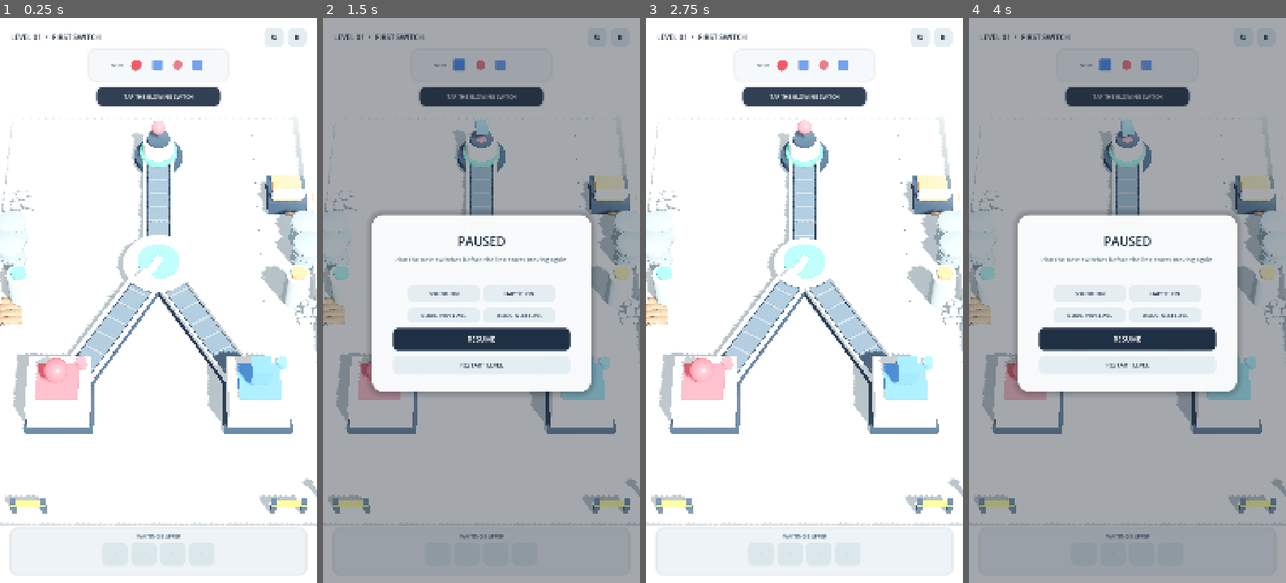
Above: before the commit, frames 1-4 (left to right).
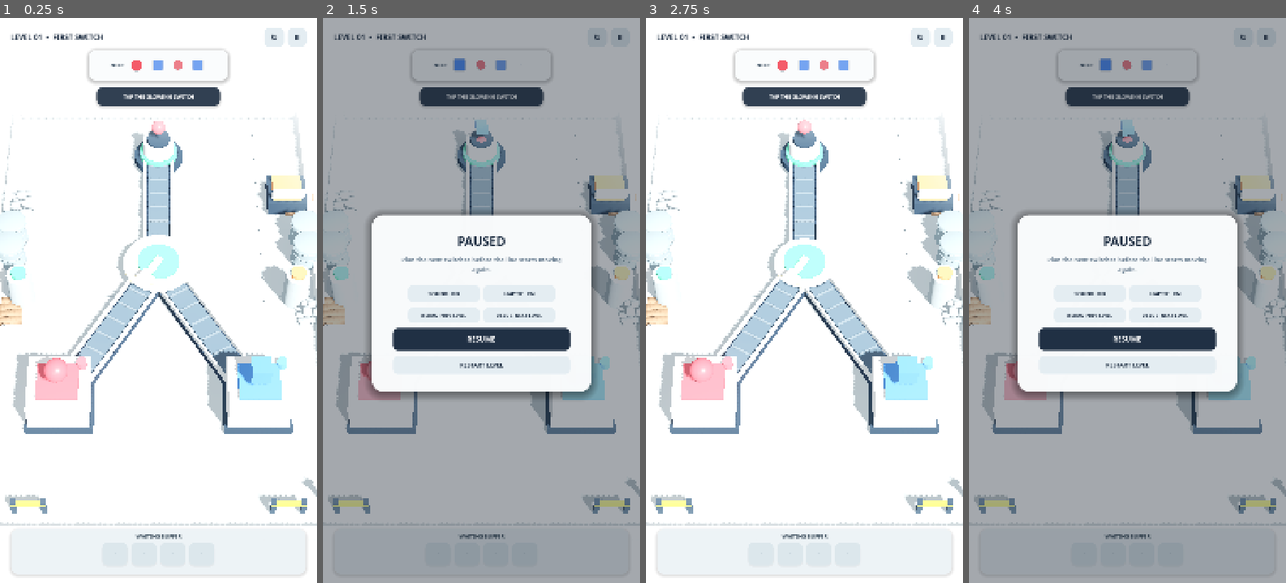
Above: after the commit, the same moments.

Repository: mocchaust64/rail_game
Game: Godot game, scene res://app/main.tscn
The game is run twice, just before and just after one commit, with the same random seed, the same clock (stepped at 60 frames per second) and the same inputs.
Inputs:
- Up to frame 1 (0.25 s): no input
- Up to frame 2 (1.5 s): click "↻" at 0.5 s; click "Ⅱ" at 1.25 s
- Up to frame 3 (2.75 s): click "RESTART LEVEL" at 2 s
- Up to frame 4 (4 s): click "↻" at 2.75 s; click "Ⅱ" at 3.5 s

The runs differ from the first frame. In frame 1, 0.7% of the frame differs, in the area x 3-73%, y 2-93%; in frame 2, 1.6%; in frame 3, 0.7%; in frame 4, 1.6%, in the area x 3-85%, y 2-93%.

Commit message:
feat: give the HUD a real typeface, elevation and safe-area insets
- the project ships no font asset, so every label rendered in Godot's
  built-in default face; a SystemFont adds no files and resolves to the
  platform UI face
- light panels on a light 3D scene now separate by elevation: stronger
  shadows with an offset, and darker secondary text
- nothing read the display safe area, so the top row would collide with a
  notch; insets are converted from screen to window coordinates first,
  otherwise the macOS menu bar is mistaken for a window inset

Co-Authored-By: Claude Opus 5 (1M context) <noreply@anthropic.com>

Diff:
--- a/ui/hud.gd
+++ b/ui/hud.gd
@@ -155,12 +155,15 @@
     root.name = "HudRoot"
     root.set_anchors_and_offsets_preset(Control.PRESET_FULL_RECT)
     root.mouse_filter = Control.MOUSE_FILTER_IGNORE
+    root.theme = _build_theme()
     add_child(root)
+
+    var insets := _safe_area_insets()
 
     var top := MarginContainer.new()
     top.set_anchors_preset(Control.PRESET_TOP_WIDE)
     top.add_theme_constant_override("margin_left", 36)
-    top.add_theme_constant_override("margin_top", 34)
+    top.add_theme_constant_override("margin_top", 34 + int(insets.x))
     top.add_theme_constant_override("margin_right", 36)
     root.add_child(top)
 
@@ -202,9 +205,9 @@
 
     var upcoming := PanelContainer.new()
     upcoming.set_anchors_preset(Control.PRESET_CENTER_TOP)
-    upcoming.position = Vector2(-236, 108)
+    upcoming.position = Vector2(-236, 108 + insets.x)
     upcoming.size = Vector2(472, 104)
-    upcoming.add_theme_stylebox_override("panel", _panel_style(Color("#F7FAFCEB"), 24, Color(0, 0, 0, 0.08), 9))
+    upcoming.add_theme_stylebox_override("panel", _panel_style(Color("#FBFDFEF7"), 24, Color(0, 0, 0, 0.20), 14))
     root.add_child(upcoming)
 
     var upcoming_row := HBoxContainer.new()
@@ -215,7 +218,7 @@
     var next_label := Label.new()
     next_label.text = "NEXT"
     next_label.add_theme_font_size_override("font_size", 17)
-    next_label.add_theme_color_override("font_color", Color("#677B8C"))
+    next_label.add_theme_color_override("font_color", Color("#46596A"))
     upcoming_row.add_child(next_label)
 
     for i in range(4):
@@ -226,7 +229,7 @@
 
     _tutorial = PanelContainer.new()
     _tutorial.set_anchors_preset(Control.PRESET_CENTER_TOP)
-    _tutorial.position = Vector2(-210, 235)
+    _tutorial.position = Vector2(-210, 235 + insets.x)
     _tutorial.size = Vector2(420, 64)
     _tutorial.add_theme_stylebox_override("panel", _panel_style(Color("#203044E8"), 22, Color(0, 0, 0, 0.12), 8))
     root.add_child(_tutorial)
@@ -241,15 +244,15 @@
 
     var buffer_margin := MarginContainer.new()
     buffer_margin.set_anchors_preset(Control.PRESET_BOTTOM_WIDE)
-    buffer_margin.offset_top = -184
-    buffer_margin.offset_bottom = -30
+    buffer_margin.offset_top = -184 - insets.y
+    buffer_margin.offset_bottom = -30 - insets.y
     buffer_margin.add_theme_constant_override("margin_left", 38)
     buffer_margin.add_theme_constant_override("margin_right", 38)
     root.add_child(buffer_margin)
 
     _buffer_panel = PanelContainer.new()
     _buffer_panel.pivot_offset = Vector2(500, 76)
-    _buffer_panel.add_theme_stylebox_override("panel", _panel_style(Color("#EEF4F7EC"), 25, Color(0, 0, 0, 0.11), 10))
+    _buffer_panel.add_theme_stylebox_override("panel", _panel_style(Color("#F4F8FAF7"), 25, Color(0, 0, 0, 0.22), 15))
     buffer_margin.add_child(_buffer_panel)
 
     var buffer_v := VBoxContainer.new()
@@ -260,7 +263,7 @@
     buffer_title.text = "WAITING BUFFER"
     buffer_title.horizontal_alignment = HORIZONTAL_ALIGNMENT_CENTER
     buffer_title.add_theme_font_size_override("font_size", 18)
-    buffer_title.add_theme_color_override("font_color", Color("#53687A"))
+    buffer_title.add_theme_color_override("font_color", Color("#3D4F5E"))
     buffer_v.add_child(buffer_title)
 
     _buffer_row = HBoxContainer.new()
@@ -283,7 +286,7 @@
     _overlay.size = Vector2(744, 580)
     _overlay.pivot_offset = Vector2(372, 290)
     _overlay.mouse_filter = Control.MOUSE_FILTER_STOP
-    _overlay.add_theme_stylebox_override("panel", _panel_style(Color("#F9FBFCFC"), 36, Color(0, 0, 0, 0.21), 24))
+    _overlay.add_theme_stylebox_override("panel", _panel_style(Color("#F9FBFCFC"), 36, Color(0, 0, 0, 0.34), 30))
     root.add_child(_overlay)
 
     var overlay_margin := MarginContainer.new()
@@ -421,8 +424,43 @@
     style.corner_radius_bottom_right = radius
     style.shadow_color = shadow
     style.shadow_size = shadow_size
+    # Light panels on a light 3D scene separate by elevation, not by fill.
+    style.shadow_offset = Vector2(0, 5)
     style.content_margin_left = 16
     style.content_margin_right = 16
     style.content_margin_top = 12
     style.content_margin_bottom = 12
     return style
+
+
+# The project ships no font asset, so every label would otherwise render in
+# Godot's built-in default face. A SystemFont costs no files and resolves to the
+# platform UI face: Roboto on Android, San Francisco on macOS and iOS.
+func _build_theme() -> Theme:
+    var font := SystemFont.new()
+    font.font_names = PackedStringArray([
+        "SF Pro Rounded", "SF Pro Text", "Helvetica Neue",
+        "Roboto", "Noto Sans", "Segoe UI", "sans-serif",
+    ])
+    font.font_weight = 600
+    font.subpixel_positioning = TextServer.SUBPIXEL_POSITIONING_AUTO
+    var theme := Theme.new()
+    theme.default_font = font
+    return theme
+
+
+# Top and bottom insets in viewport units, so the HUD clears a notch or a status
+# bar. get_display_safe_area() reports screen coordinates, so it is converted to
+# window-relative first: on a windowed desktop the safe area starts below the
+# menu bar, which is not an inset for the window and must not be treated as one.
+func _safe_area_insets() -> Vector2:
+    var safe := DisplayServer.get_display_safe_area()
+    var window_size := DisplayServer.window_get_size()
+    if window_size.y <= 0 or safe.size.y <= 0:
+        return Vector2.ZERO
+    var window_top := DisplayServer.window_get_position().y
+    var window_bottom := window_top + window_size.y
+    var scale := get_viewport().get_visible_rect().size.y / float(window_size.y)
+    var top := maxf(0.0, float(safe.position.y - window_top)) * scale
+    var bottom := maxf(0.0, float(window_bottom - (safe.position.y + safe.size.y))) * scale
+    return Vector2(top, bottom)
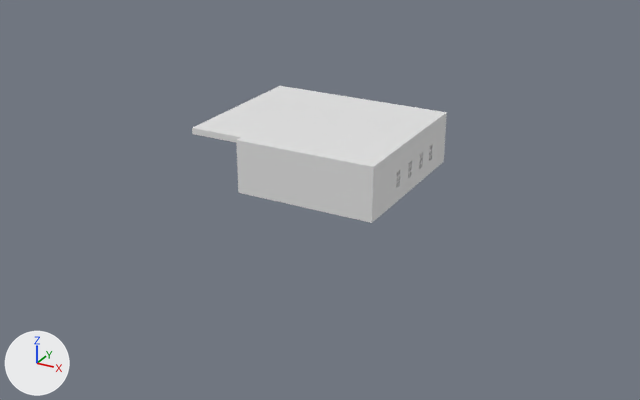
The FBX model BowlingGame/Assets/FBX/Bowling Environment.fbx, before and after one commit.
The view is the same before and after, from a camera (50 mm lens) standing at (59.9, -95.4, 48.6) and looking at (3.8, 6.5, -2.3). Every picture has the same lights, and +X, +Y and +Z are marked at lower left. Where no turn or scale is listed for an object, it has been applied to the vertices.

The older version as bpy lines, for what is in view:
```python
me_cube_009 = bpy.data.meshes.new('Cube.009')
me_cube_009.from_pydata(...)  # 16 vertices, 14 faces; spans x -0.3..0.8, y -8.7..8.1, z -3.4..3.4
me_cube_011 = bpy.data.meshes.new('Cube.011')
me_cube_011.from_pydata(...)  # a box spanning x -8.3..20.6, y -11.9..11.9, z -0.5..0.5
me_cube_026 = bpy.data.meshes.new('Cube.026')
me_cube_026.from_pydata(...)  # 204 vertices, 122 faces; spans x -0.3..-0.1, y -11.9..11.9, z -3.4..3.4
me_plane_021 = bpy.data.meshes.new('Plane.021')
me_plane_021.from_pydata(...)  # a box spanning x -3.7..16.9, y -1.5..-0.2, z -4.1..3.7
ob_cube_005 = bpy.data.objects.new('Cube.005', me_cube_009)
ob_cube_005.location = (-4.6, 8.7, 3.4)
ob_cube_006 = bpy.data.objects.new('Cube.006', me_cube_026)
ob_cube_006.location = (15.8, 11.9, 3.3)
ob_cube_011 = bpy.data.objects.new('Cube.011', me_cube_011)
ob_cube_011.location = (-4.9, 11.9, 7.2)
ob_plane_009 = bpy.data.objects.new('Plane.009', me_plane_021)
ob_plane_009.location = (-1.2, 0.2, 4.0)
```
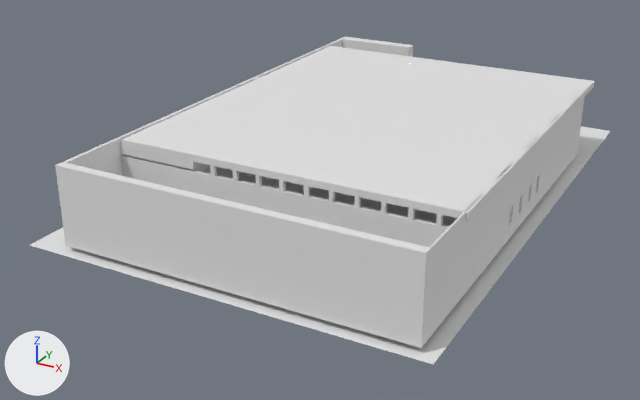
The change, as a list of edits to the scene's bpy script:
```text
Change me_plane_021:
    where me_plane_021.from_pydata(...)  # 8 vertices, 6 faces; spans x -3.7..16.9, y -1.5..-0.2, z -4.1..3.7
    me_plane_021 part 4: the whole mesh is scaled about its middle by (2.27, 1, 1.36), then moved by (3.7, 0.0, 1.4)
Change me_cube_026:
    remove me_cube_026.from_pydata(...)  # 204 vertices, 122 faces; spans x -0.3..-0.1, y -11.9..11.9, z -3.4..3.4
    add me_cube_026.from_pydata(...)  # 201 vertices, 126 faces; spans x -0.3..-0.1, y -37.1..24.9, z -3.4..7.1
    me_cube_026 part 1: 168 vertices removed from x -0.3..-0.1, y -11.9..11.9, z -3.4..3.4; 165 vertices added at x -0.3..-0.1, y -37.1..24.9, z -3.4..7.1
Change me_cube_011:
    where me_cube_011.from_pydata(...)  # 8 vertices, 6 faces; spans x -8.3..20.6, y -11.9..11.9, z -0.5..0.5
    me_cube_011 part 2: the whole mesh is scaled about its middle by (1.6, 2.34, 1), then moved by (-1.7, 2.4, 0.0)
Change me_cube_009:
    remove me_cube_009.from_pydata(...)  # 16 vertices, 14 faces; spans x -0.3..0.8, y -8.7..8.1, z -3.4..3.4
    add me_cube_009.from_pydata(...)  # 20 vertices, 18 faces; spans x -0.2..0.8, y -36.5..36.3, z -5.3..5.3
    me_cube_009 part 3: the whole mesh is rebuilt
Add me_plane_032:
    me_plane_032.from_pydata([(26.9, -39.3, 0.0), (-26.9, -39.3, 0.0), (26.9, 39.3, 0.0), (-26.9, 39.3, 0.0)], [], [(0, 1, 3, 2)])
Add me_plane_033:
    me_plane_033.from_pydata([(-0.6, -13.7, 0.0), (0.6, -13.7, 0.0), (-0.6, 4.6, 0.0), (0.6, 4.6, 0.0), (32.5, 4.6, 0.0), (-13.8, 4.6, 0.0), (0.6, -13.7, 0.0), (32.5, -13.7, 0.0), (-0.6, -13.7, 0.0), (-13.8, -13.7, 0.0)], [], [(3, 2, 0, 1), (0, 2, 5, 9, 8), (3, 1, 6, 7, 4)])
    me_plane_033.materials.append(mat_material)  # white #e7e7e7
Change ob_plane_009:
    ob_plane_009.location: (-1.2, 0.2, 4.0) -> (-1.2, -23.7, 4.0)
Change ob_cube_006:
    ob_cube_006.location: (15.8, 11.9, 3.3) -> (32.7, 11.9, 3.3)
Change ob_cube_011:
    ob_cube_011.location: (-4.9, 11.9, 7.2) -> (5.4, 11.1, 10.0)
Change ob_cube_005:
    ob_cube_005.location: (-4.6, 8.7, 3.4) -> (-14.0, 12.7, 5.2)
Add ob_probcarpet:
    ob_probcarpet = bpy.data.objects.new('ProbCarpet', me_plane_020_1)  # 36 vertices, 30 faces; spans x -8.2..38.0, y -38.2..34.6, z 0.0
    ob_probcarpet.location = (-5.6, 14.4, 0.0)
Add ob_cube_048:
    ob_cube_048 = bpy.data.objects.new('Cube.048', me_cube_070)  # a box spanning x -23.0..23.0, y -0.3..0.3, z -3.7..3.7
    ob_cube_048.location = (9.5, -14.2, 4.5)
Add ob_cube_035:
    ob_cube_035 = bpy.data.objects.new('Cube.035', me_cube_052)  # a box spanning x -10.5..1.0, y -21.0..18.7, z -0.3..0.7
    ob_cube_035.location = (-3.3, 6.5, 8.8)
Add ob_cube_049:
    ob_cube_049 = bpy.data.objects.new('Cube.049', me_cube_072)  # 80 vertices, 60 faces; spans x -0.3..29.5, y -0.3..0.3, z -0.7..0.7
    ob_cube_049.location = (0.5, -14.2, 8.9)
Add ob_cube_042:
    ob_cube_042 = bpy.data.objects.new('Cube.042', me_cube_046)  # a box spanning x -6.58..6.58, y -1.0..1.0, z -9.03..1.43
    ob_cube_042.location = (-7.2, 48.0, 9.0)
Add ob_bottom_plane:
    ob_bottom_plane = bpy.data.objects.new('Bottom Plane', me_plane_032)
    ob_bottom_plane.location = (7.5, 13.0, -0.8)
Add ob_lane_extruded_e_003:
    ob_lane_extruded_e_003 = bpy.data.objects.new('Lane Extruded E.003', me_plane_033)
    ob_lane_extruded_e_003.location = (0.0, 0.0, 0.0)
Add ob_cube_022:
    ob_cube_022 = bpy.data.objects.new('Cube.022', me_cube_024)  # a box spanning x -7.8..14.1, y -9.8..9.0, z -0.2..0.1
    ob_cube_022.location = (9.5, 14.4, -0.1)
```

Pixel boxes [x1, y1, x2, y2] of what changed, in the pictures (640 x 400 px):
'Cube.011', mesh rescaled, moved (85% wider, 106% taller)
    before: [192, 86, 447, 170]
    after: [122, 46, 595, 220]
'Plane.009', mesh rescaled, moved (164% wider, 114% taller)
    before: [236, 137, 377, 223]
    after: [55, 162, 429, 347]
'Cube.006', reshaped, moved (135% wider, 158% taller)
    before: [376, 119, 446, 219]
    after: [419, 88, 585, 348]
'Bottom Plane', added
    after: [30, 126, 610, 364]
'Cube.048', added
    after: [122, 155, 450, 247]
'Cube.005', reshaped, moved (not visible before)
    after: [64, 37, 346, 176]
'Lane Extruded E.003', added
    after: [203, 168, 455, 226]
'Cube.042', added
    after: [342, 37, 413, 57]
'Cube.049', added
    after: [210, 165, 443, 226]
'Cube.035', added
    after: [119, 145, 203, 170]
'Cube.022', added
    after: [300, 185, 447, 218]
'ProbCarpet', added
    after: [216, 167, 457, 220]
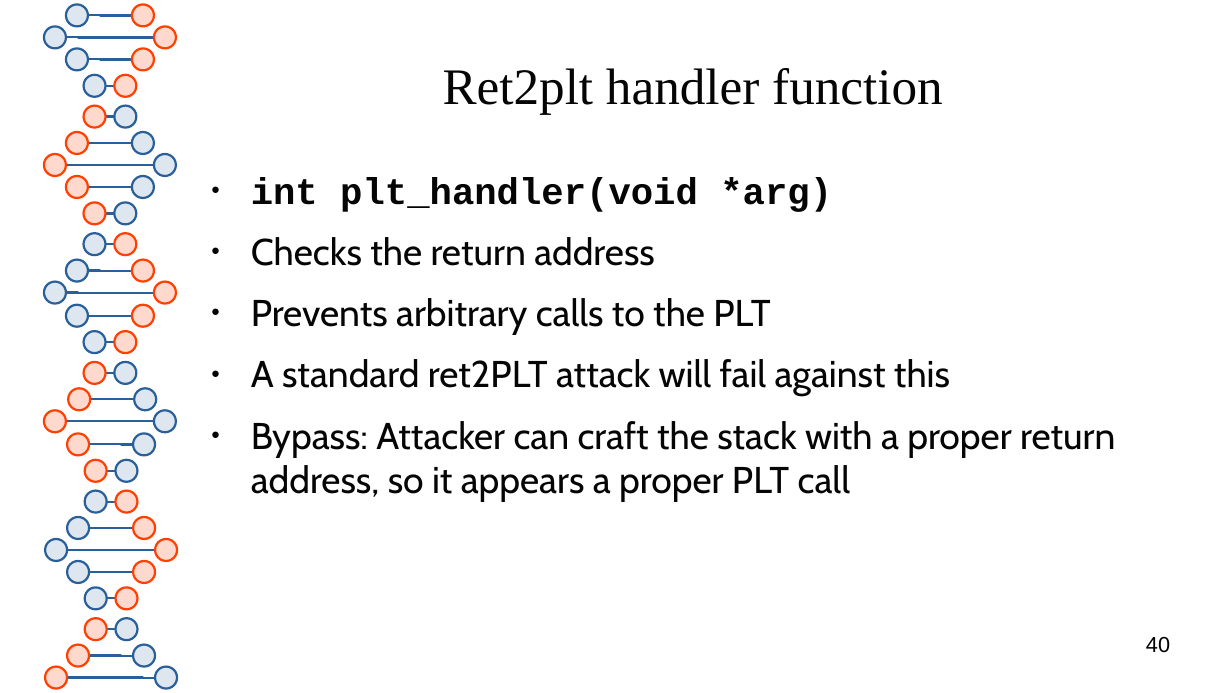
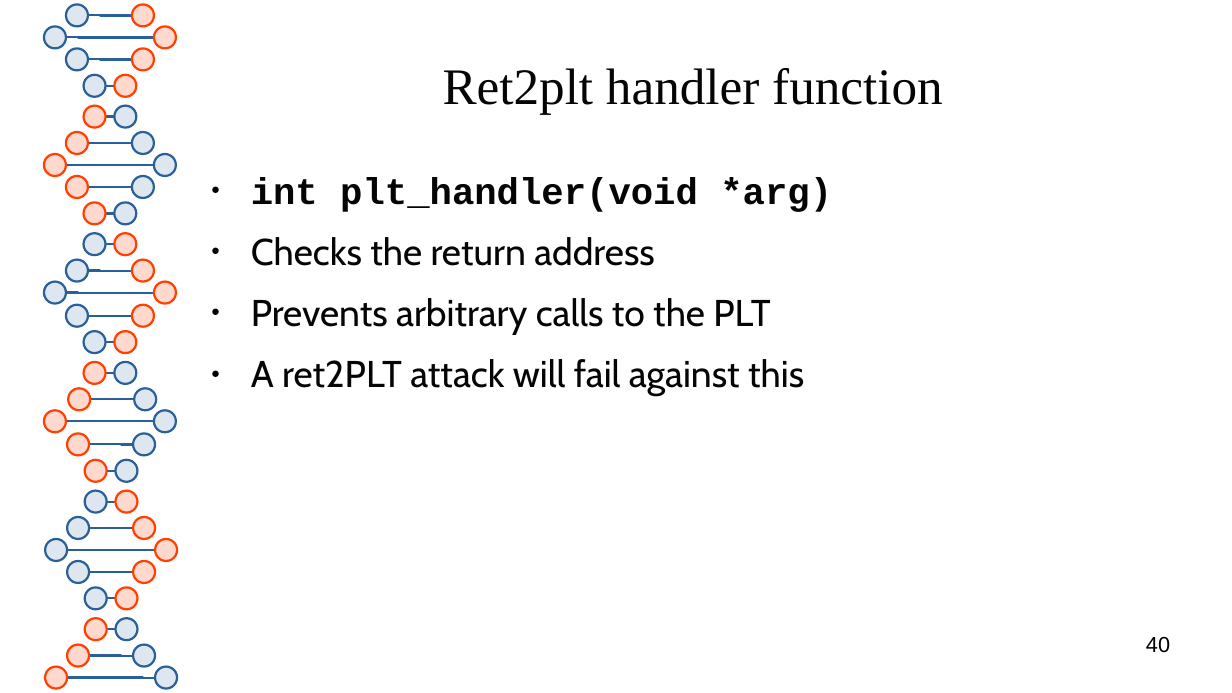
Before and after one commit to advanced-microcode-patching/shiva, a slide deck: slide 40 of presentation/shiva_runtime.odp. Drawn at 1232x693 pixels with LibreOffice and Linux fonts; fonts in the diff are those of the drawing. Boxes give left, top, right and bottom in pixels: in the first picture for what was removed or moved away, otherwise in the second. Text is boxed around its words. In the diff, an @@ line names an element or a change of style, - is before the commit and + after.

Commit message:
updated presentation to 50 slides

```diff
--- a/presentation/shiva_runtime.odp
+++ b/presentation/shiva_runtime.odp
@@ text at (251,359,804,396): text changed @@
-● A standard ret2PLT attack will fail against this
-● Bypass: Attacker can craft the stack with a proper return address, so it appears a proper PLT call
+● A ret2PLT attack will fail against this
```
Also in this commit, not shown: 4 other slides changed, 5 slides added, 1 slide removed, 1 other file.
══════
Count the lines of the records that contain the word "screen". Give only the count.

- RESPONSE TO THE EXERCISE: 2